Com essa receita, é fácil ter a tentação de incluí-lo naquela categoria de filmes cult que se contentam com a exposição quase obscena da degenerescência do gênero humano, como se essa fosse a única atitude decente e inteligente num mundo em desintegração.
Isso se "Olhos de Serpente" não fosse dirigido por Abel Ferrara, um diretor obcecado por culpa e, evidentemente, expiação. Ou seja, a contemplação da queda não se faz sem o desejo e, em menor medida, a possibilidade da superação, da transcendência.
Harvey Keitel interpreta um diretor que está filmando a história de um casal em crise. Madonna e James Russo, o casal, tiveram uma vida à base de sexo desregrado e drogas, até que Madonna resolve cair fora e se converte ao catolicismo. O marido não compreende a guinada da mulher, se sente traído e furioso. O diretor, por sua vez, também está enfrentando uma crise conjugal –enquanto a mulher cuida do filho, ele transa com todas as atrizes que cruzam o seu caminho.
Os diferentes planos –o filme, as relações entre os personagens dentro filme, as invejas e disputa entre atores e diretor, a vida pessoal do diretor e dos atores– se entrecruzam e se confundem numa promiscuidade sufocante.
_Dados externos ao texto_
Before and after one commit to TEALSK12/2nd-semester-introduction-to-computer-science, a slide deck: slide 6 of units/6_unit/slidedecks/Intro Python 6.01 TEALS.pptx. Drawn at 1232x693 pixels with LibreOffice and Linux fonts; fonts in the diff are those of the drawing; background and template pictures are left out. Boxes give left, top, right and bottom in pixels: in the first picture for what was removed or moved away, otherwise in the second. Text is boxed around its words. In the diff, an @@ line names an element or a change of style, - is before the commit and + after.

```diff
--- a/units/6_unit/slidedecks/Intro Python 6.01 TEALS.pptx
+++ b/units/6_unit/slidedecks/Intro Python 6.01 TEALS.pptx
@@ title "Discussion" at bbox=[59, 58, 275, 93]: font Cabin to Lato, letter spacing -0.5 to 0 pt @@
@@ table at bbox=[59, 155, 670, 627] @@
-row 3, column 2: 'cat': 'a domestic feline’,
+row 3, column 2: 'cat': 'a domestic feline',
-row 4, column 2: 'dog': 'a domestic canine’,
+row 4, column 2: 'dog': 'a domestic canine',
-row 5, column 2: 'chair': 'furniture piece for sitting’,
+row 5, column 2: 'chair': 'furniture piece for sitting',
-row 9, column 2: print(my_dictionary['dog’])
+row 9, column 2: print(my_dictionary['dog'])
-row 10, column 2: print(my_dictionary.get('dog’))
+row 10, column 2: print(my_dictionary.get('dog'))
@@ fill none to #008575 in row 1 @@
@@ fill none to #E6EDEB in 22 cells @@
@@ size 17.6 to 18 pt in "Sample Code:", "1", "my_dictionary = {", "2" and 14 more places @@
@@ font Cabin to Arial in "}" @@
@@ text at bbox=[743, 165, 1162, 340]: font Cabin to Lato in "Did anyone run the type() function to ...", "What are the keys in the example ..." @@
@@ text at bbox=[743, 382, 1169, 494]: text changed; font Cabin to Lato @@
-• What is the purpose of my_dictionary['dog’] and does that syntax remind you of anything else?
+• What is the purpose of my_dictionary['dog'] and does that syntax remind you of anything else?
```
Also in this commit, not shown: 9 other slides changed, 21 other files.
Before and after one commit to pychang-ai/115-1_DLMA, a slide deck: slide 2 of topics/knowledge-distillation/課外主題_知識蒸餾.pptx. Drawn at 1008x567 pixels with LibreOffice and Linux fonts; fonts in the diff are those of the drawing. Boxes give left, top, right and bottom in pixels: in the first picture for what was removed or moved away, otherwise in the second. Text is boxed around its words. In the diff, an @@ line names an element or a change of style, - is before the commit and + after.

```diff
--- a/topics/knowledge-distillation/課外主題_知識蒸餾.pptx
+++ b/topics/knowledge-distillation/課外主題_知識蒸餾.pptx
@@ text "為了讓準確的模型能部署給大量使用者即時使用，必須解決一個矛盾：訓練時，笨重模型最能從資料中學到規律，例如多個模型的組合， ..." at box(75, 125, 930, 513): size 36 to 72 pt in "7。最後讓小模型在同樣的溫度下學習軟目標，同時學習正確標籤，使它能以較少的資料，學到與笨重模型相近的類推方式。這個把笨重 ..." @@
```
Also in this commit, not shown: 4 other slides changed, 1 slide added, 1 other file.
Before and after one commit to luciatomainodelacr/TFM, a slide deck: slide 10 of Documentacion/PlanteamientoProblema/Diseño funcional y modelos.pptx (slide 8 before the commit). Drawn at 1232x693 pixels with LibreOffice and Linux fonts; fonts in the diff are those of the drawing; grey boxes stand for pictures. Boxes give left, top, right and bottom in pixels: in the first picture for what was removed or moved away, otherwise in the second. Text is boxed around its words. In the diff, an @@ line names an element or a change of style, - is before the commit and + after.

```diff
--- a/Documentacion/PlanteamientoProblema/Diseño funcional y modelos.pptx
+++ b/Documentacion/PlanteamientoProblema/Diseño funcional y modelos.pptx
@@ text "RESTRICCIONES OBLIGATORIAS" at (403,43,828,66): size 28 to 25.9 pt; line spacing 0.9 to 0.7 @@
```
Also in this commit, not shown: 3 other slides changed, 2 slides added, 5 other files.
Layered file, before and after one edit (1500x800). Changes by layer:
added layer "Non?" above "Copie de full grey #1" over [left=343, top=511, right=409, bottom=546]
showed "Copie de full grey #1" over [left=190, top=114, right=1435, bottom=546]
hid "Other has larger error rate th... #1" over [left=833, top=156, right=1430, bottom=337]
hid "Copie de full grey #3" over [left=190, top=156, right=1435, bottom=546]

O filme dentro do filme vai tomando a história e espalhando sua doença.
Harvey Keitel parece que nasceu para os papéis dos filmes de Ferrara. Já em "Vício Frenético", outra incursão do diretor nos escombros da alma humana, Keitel se supera como o policial viciado em drogas que corre direto para o abismo. Aqui, ele é quase um alter ego de Ferrara.
A surpresa de "Olhos de Serpente" é Madonna. Ferrara faz gato e sapato dela –e ela devolve à altura. Madonna faz piadas sobre louras burras, transa com todo mundo, é humilhada, ofendida e espezinhada. Mas também aparece como a pecadora arrependida, de uma religiosidade sofrida e terrivelmente deslocada. Um achado.
Se o primeiro filme de Ferrara, "Vício Frenético", resvala em maneirismos do submundo, "Olhos de Serpente" consegue se livrar desses pecadilhos. E, ainda, criar um inferno na Terra, nos outros e, sobretudo, em nós mesmos.

Vídeo: Olhos de Serpente
Direção: Abel Ferrara
Elenco: Harvey Keitel, Madonna e James Russo
Lançamento: Paris Filmes (011/864-3155)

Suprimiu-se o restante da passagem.